By default, these logs will be omitted by the Agents because they are verbose and could incur high costs with your observability provider. In addition, due to their highly structured nature, they can only practically be interpreted by a logging product with good support for aggregations and analytics. You can enable these "analytics" logs by setting this environment variable on the Agents: WARPSTREAM_LOG_LEVEL=analytics

Enable High-Cardinality Tags

Some metrics support the use of tags with potentially high cardinality, such as tags based on topics. This feature is disabled by default.

To enable high-cardinality tags:

  • Use the command-line flag -kafkaHighCardinalityMetrics.

  • Alternatively, set the environment variable WARPSTREAM_KAFKA_HIGH_CARDINALITY_METRICS=true.

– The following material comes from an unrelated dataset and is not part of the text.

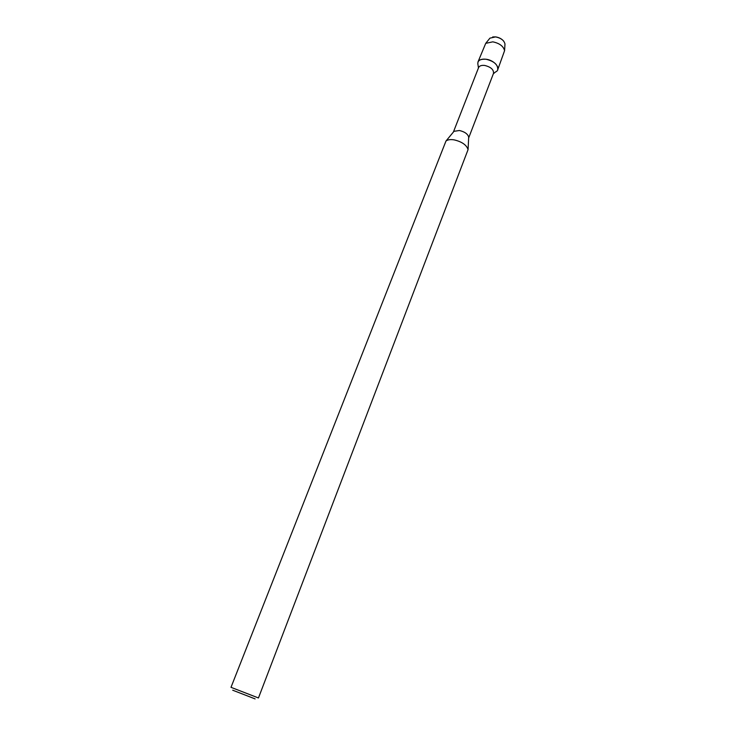 <?xml version="1.0" encoding="UTF-8"?>
<svg xmlns="http://www.w3.org/2000/svg" width="736" height="736" viewBox="0 0 736 736"><rect width="100%" height="100%" fill="white"/><g stroke="black" fill="none" stroke-linecap="round" stroke-linejoin="round"><path stroke-width="1.1" d="M495.668 36.892C499.128 37.453 501.823 38.898 503.764 41.225C501.823 38.898 499.128 37.453 495.668 36.892L492.697 36.938L495.668 36.892M453.385 132.057L478.602 67.565C479.458 65.817 481.491 65.108 484.702 65.449C490.848 66.976 493.792 69.607 493.516 73.352L468.648 137.982M478.446 67.988L478.06 65.2C477.002 60.858 479.66 58.871 486.018 59.239C495.015 60.196 501.768 69.414 495.512 71.972L493.35 73.766M453.413 132.02L453.992 131.321L459.393 130.502C464.582 131.707 467.682 133.878 468.694 137.025L468.648 137.936M454.048 139.849C461.868 141.689 466.541 144.937 468.068 149.601L258.456 697.967L231.003 687.323L445.979 141.027C447.709 139.693 450.395 139.297 454.048 139.849M232.705 690.212L255.125 698.906M489.302 38.925L489.937 38.143L495.595 36.91C500.922 38.014 504.05 40.37 504.979 43.976L504.924 44.988M492.798 41.842C499.486 43.231 503.406 46.175 504.583 50.664L497.711 69.754C498.088 64.759 494.196 61.254 486.018 59.239C481.767 58.788 479.072 59.745 477.931 62.082L485.723 43.35L492.798 41.842M468.694 137.025L468.068 149.601M453.992 131.321L445.979 141.027M504.979 43.976L504.583 50.664M489.937 38.143L485.723 43.35"/></g></svg>

Tags that require enabling are clearly marked with "(requires enabling high-cardinality tags)" next to their name.

Overview

System performance metrics and logs, focusing on error detection and resource consumption.

  • [logs] Error Logs

    • query: status:error

    • metric: *

  • [metrics] Memory usage by host

    • metric: container.memory.usage

    • group_by: host

  • [metrics] Used Cores

    • metric: container.cpu.usage

    • group_by:

  • [metrics] Used Cores By Host

    • metric: container.cpu.usage

    • group_by: host

  • [metrics] Circuit Breaker (multiple metrics)

    • metric 1:

      • warpstream_circuit_breaker_open: Records the number of times the circuit breaker is opened, tagged by the circuit breaker name to identify the associated operations.

      • tags: name

    • metric 2:

      • warpstream_circuit_breaker_close: Records the number of times the circuit breaker is closed, tagged by the circuit breaker name to identify the associated operations.

      • tags: name

    • metric 3:

      • warpstream_circuit_breaker_halfopen: Records the number of times the circuit breaker is half-opened, tagged by the circuit breaker name to identify the associated operations.

      • tags: name

    • metric 4:

      • warpstream_circuit_breaker_error: Records the number of times the circuit breaker blocks an operation, tagged by the circuit breaker name to identify the associated operations.

      • tags: name

Kafka

Metrics and logs associated with the Kafka protocol provide insights into message handling, latency, and throughput.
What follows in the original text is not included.